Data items

━━━━━━

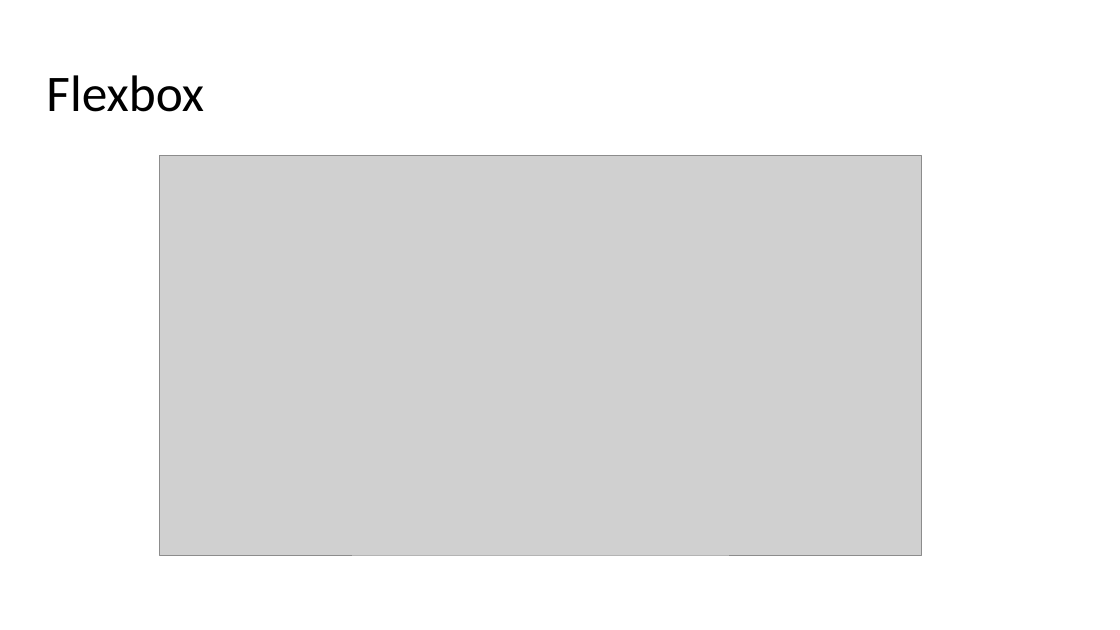
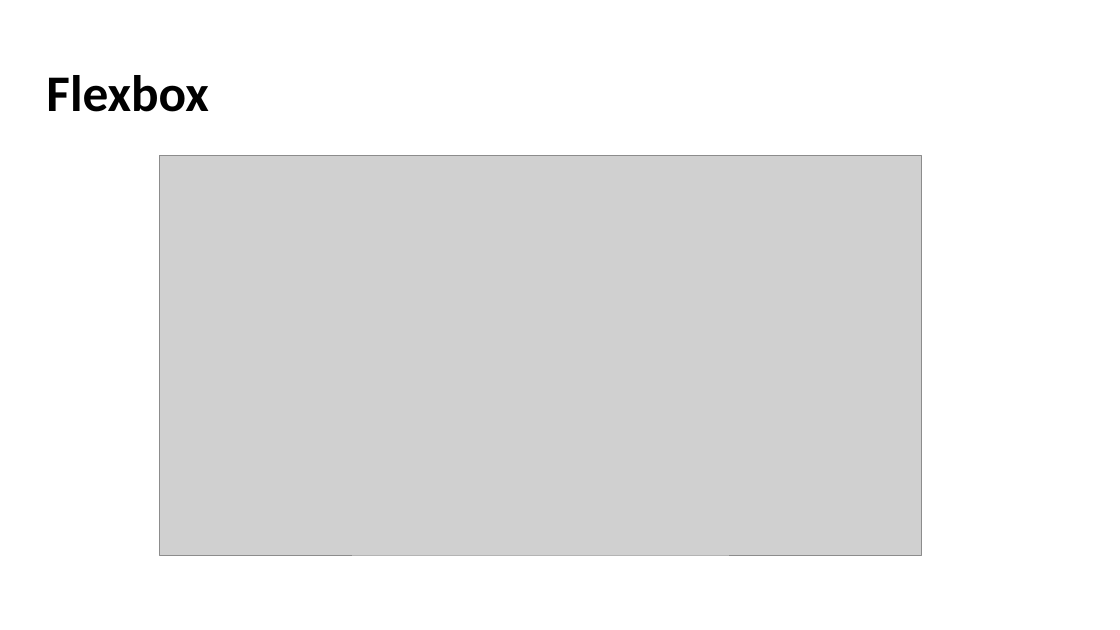
Before and after one commit to blackrainbowtest/BeeOnCode, a slide deck: slide 2 of HTML/08-CSS Flexbox.pptx. Drawn at 1120x630 pixels with LibreOffice and Linux fonts; fonts in the diff are those of the drawing; grey boxes stand for pictures; background and template pictures are left out. Boxes give left, top, right and bottom in pixels: in the first picture for what was removed or moved away, otherwise in the second. Text is boxed around its words. In the diff, an @@ line names an element or a change of style, - is before the commit and + after.

```diff
--- a/HTML/08-CSS Flexbox.pptx
+++ b/HTML/08-CSS Flexbox.pptx
@@ title "Flexbox" at [46, 75, 208, 112]: bold on @@
```
Also in this commit, not shown: 11 slides added, 27 other files.
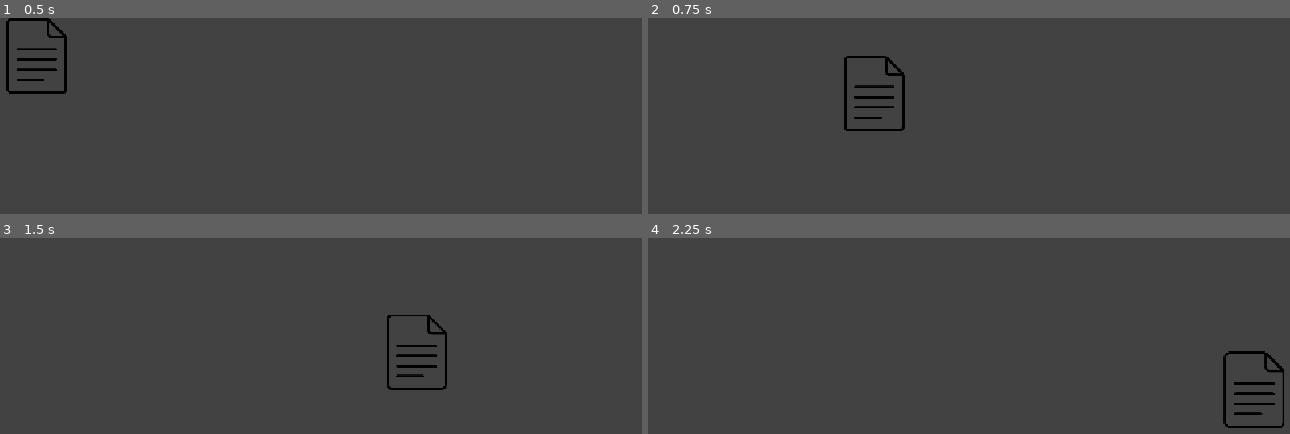
Above: before the commit, frames 1-4 (two rows, left to right).
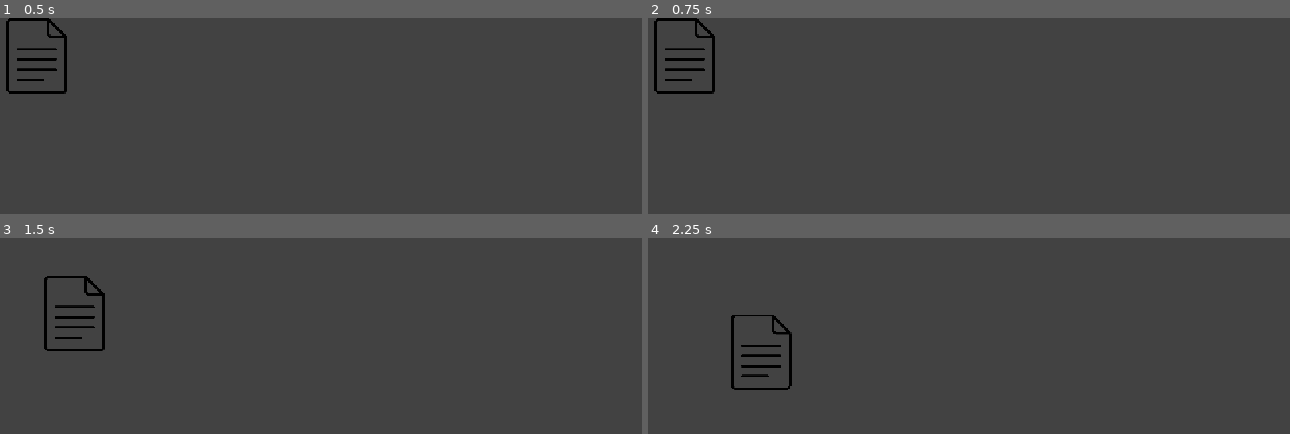
Above: after the commit, the same moments.

Repository: SengulC/pdoom
Game: Godot game, scene res://scenes/level.tscn
Same seed, same stepped clock (60 frames per second), same inputs: the game is played once before the commit and once after it.
Inputs (mouse positions are in pixels of both pictures, inside the frame that each line leads up to; where the layout moved, square brackets give the same spot in the first picture):
- Up to frame 1 (0.5 s): no input
- Up to frame 2 (0.75 s): click (686, 55) at 0.5 s
- Up to frame 3 (1.5 s): click (38, 275) [224, 314] at 1.25 s
- Up to frame 4 (2.25 s): click (725, 314) [1065, 351] at 2 s

Frame 1 is identical in both runs. In frame 2, 1.8% of the frame differs, in the area x 0-41%, y 0-58%; in frame 3, 1.7%; in frame 4, 1.7%.

Commit message:
Somewhat cleaner file movement

Diff:
--- a/pdoom-game/scripts/file.gd
+++ b/pdoom-game/scripts/file.gd
@@ -15,13 +15,17 @@
 		_drag()
 	if currState == fileStates.DROPPED:
 		_drop()
+	#print(Input.get_last_mouse_velocity())
 
 func _drag():
 	print("dragging")
-	var currentMousePos = get_global_mouse_position()
-	var offsetVector = Vector2(0, 0)
-	var finalFilePos = currentMousePos + offsetVector
-	position = finalFilePos
+	if Input.get_last_mouse_velocity().abs() > Vector2.ZERO:
+		var currentMousePos = get_global_mouse_position()
+		var offsetVector = Vector2((size.x*scale.x)/pivot_offset_ratio.x, 0)
+		#var offsetVector = Vector2(-250,0)
+		var finalFilePos = currentMousePos - offsetVector
+		position = finalFilePos
+		print(position, currentMousePos)
 
 func _drop():
 	print("dropping")
@@ -29,6 +33,7 @@
 	currState = fileStates.IDLE
 
 func _input(event):
+	# if user's mouse is in area of file, has clicked, and the mouse is in motion
 	if event.is_action_pressed("lmb_click") and mouseInArea:
 		currState = fileStates.DRAGGING
 	if event.is_action_released("lmb_click"):

━━━━━━

→ **Brief**: Copy out the records exactly; the pictures stay behind.

→ **Solution to this task**:
Before and after one commit to blackrainbowtest/BeeOnCode, a slide deck: slide 2 of HTML/08-CSS Flexbox.pptx. Drawn at 1120x630 pixels with LibreOffice and Linux fonts; fonts in the diff are those of the drawing; grey boxes stand for pictures; background and template pictures are left out. Boxes give left, top, right and bottom in pixels: in the first picture for what was removed or moved away, otherwise in the second. Text is boxed around its words. In the diff, an @@ line names an element or a change of style, - is before the commit and + after.

```diff
--- a/HTML/08-CSS Flexbox.pptx
+++ b/HTML/08-CSS Flexbox.pptx
@@ title "Flexbox" at [46, 75, 208, 112]: bold on @@
```
Also in this commit, not shown: 11 slides added, 27 other files.
Above: before the commit, frames 1-4 (two rows, left to right).
Above: after the commit, the same moments.

Repository: SengulC/pdoom
Game: Godot game, scene res://scenes/level.tscn
Same seed, same stepped clock (60 frames per second), same inputs: the game is played once before the commit and once after it.
Inputs (mouse positions are in pixels of both pictures, inside the frame that each line leads up to; where the layout moved, square brackets give the same spot in the first picture):
- Up to frame 1 (0.5 s): no input
- Up to frame 2 (0.75 s): click (686, 55) at 0.5 s
- Up to frame 3 (1.5 s): click (38, 275) [224, 314] at 1.25 s
- Up to frame 4 (2.25 s): click (725, 314) [1065, 351] at 2 s

Frame 1 is identical in both runs. In frame 2, 1.8% of the frame differs, in the area x 0-41%, y 0-58%; in frame 3, 1.7%; in frame 4, 1.7%.

Commit message:
Somewhat cleaner file movement

Diff:
--- a/pdoom-game/scripts/file.gd
+++ b/pdoom-game/scripts/file.gd
@@ -15,13 +15,17 @@
 		_drag()
 	if currState == fileStates.DROPPED:
 		_drop()
+	#print(Input.get_last_mouse_velocity())
 
 func _drag():
 	print("dragging")
-	var currentMousePos = get_global_mouse_position()
-	var offsetVector = Vector2(0, 0)
-	var finalFilePos = currentMousePos + offsetVector
-	position = finalFilePos
+	if Input.get_last_mouse_velocity().abs() > Vector2.ZERO:
+		var currentMousePos = get_global_mouse_position()
+		var offsetVector = Vector2((size.x*scale.x)/pivot_offset_ratio.x, 0)
+		#var offsetVector = Vector2(-250,0)
+		var finalFilePos = currentMousePos - offsetVector
+		position = finalFilePos
+		print(position, currentMousePos)
 
 func _drop():
 	print("dropping")
@@ -29,6 +33,7 @@
 	currState = fileStates.IDLE
 
 func _input(event):
+	# if user's mouse is in area of file, has clicked, and the mouse is in motion
 	if event.is_action_pressed("lmb_click") and mouseInArea:
 		currState = fileStates.DRAGGING
 	if event.is_action_released("lmb_click"):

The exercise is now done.